((

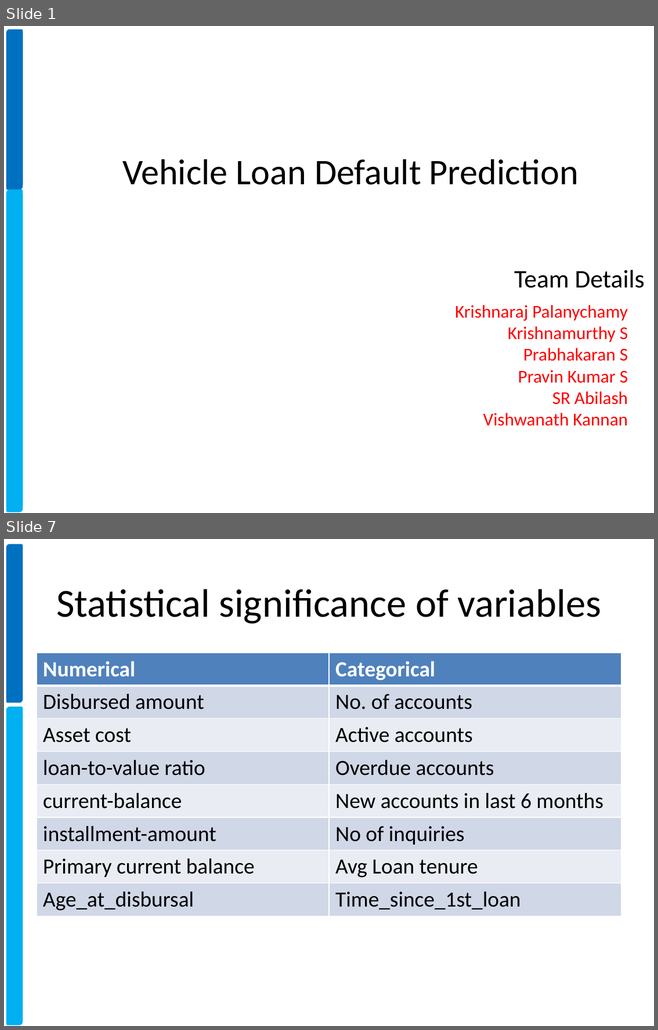
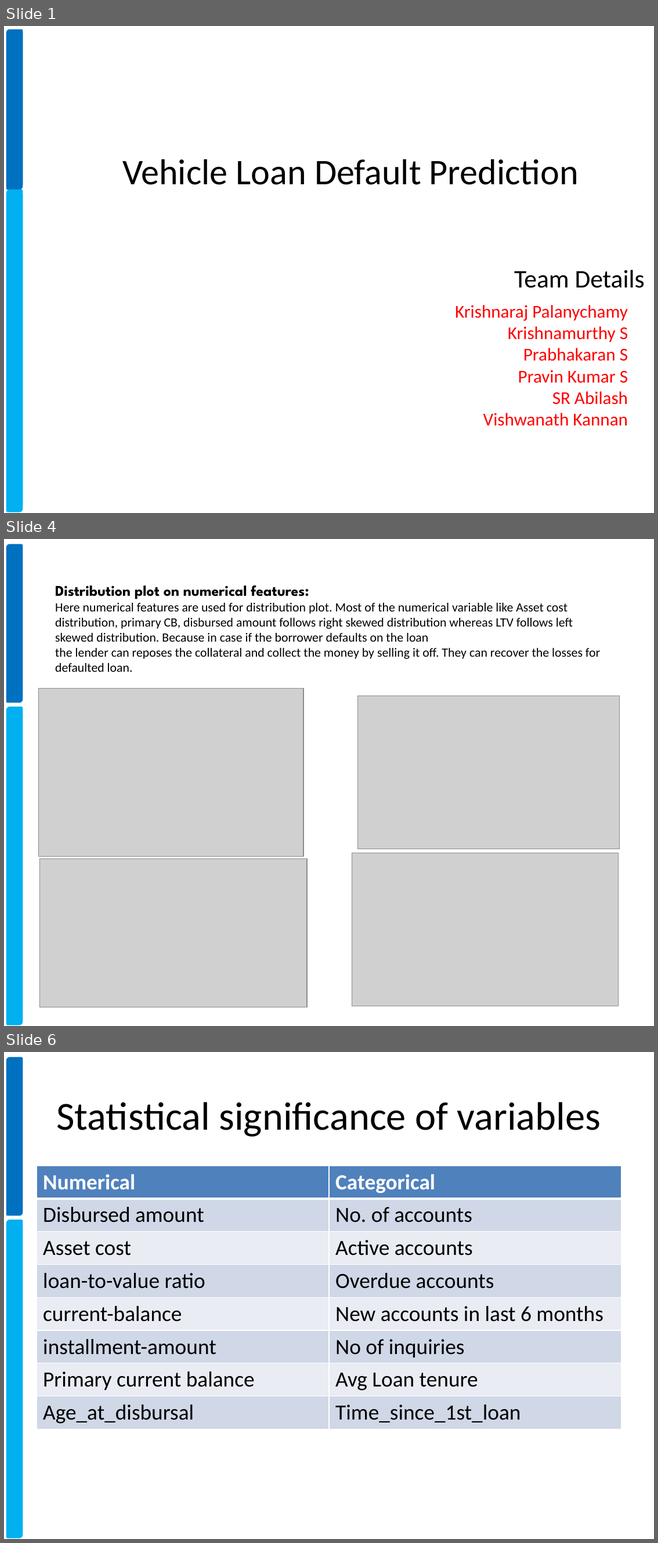
Before and after one commit to xavierigneous/Vehicle-Loan-Default-Prediction, a slide deck: Pravin Kumar/Vehicle Loan Default Prediction.pptx. Shown one above the other, each under a label of ours: slides 1 and 7 before the commit, slides 1, 4 and 6 after it; the slides between them are not shown. The pictures are 658x1030 and 658x1543 pixels, drawn with LibreOffice and Linux fonts; fonts in the diff are those of the drawing; grey boxes stand for pictures; background and template pictures are left out. Boxes give left, top, right and bottom in pixels: in the first picture for what was removed or moved away, otherwise in the second. Text is boxed around its words. In the diff, an @@ line names an element or a change of style, - is before the commit and + after.

```diff
--- a/Pravin Kumar/Vehicle Loan Default Prediction.pptx
+++ b/Pravin Kumar/Vehicle Loan Default Prediction.pptx
@@ slide 4 added at [4, 539, 654, 1026], background #FFFFFF; not listed: 2 template elements that a slide beside it also shows @@
@@ title added at [55, 585, 600, 672], 14 pt, text #000000 @@
+Distribution plot on numerical features:
+Here numerical features are used for distribution plot. Most of the numerical variable like Asset cost distribution, primary CB, disbursed amount follows right skewed distribution whereas LTV follows left skewed distribution. Because in case if the borrower defaults on the loan
+the lender can reposes the collateral and collect the money by selling it off. They can recover the losses for defaulted loan.
@@ picture added at [38, 689, 303, 857] @@
@@ picture added at [357, 696, 619, 849] @@
@@ picture added at [40, 859, 307, 1008] @@
@@ picture added at [351, 853, 618, 1006] @@
@@ what was slide 7 is now slide 6 @@
```
Also in this commit, not shown: 1 slide changed, 2 other slides added, 4 slides removed.

))

PROBLEM STATEMENT → Count how many lines in the listing above hold "Vehicle". Supply only that number.

SOLUTION → 3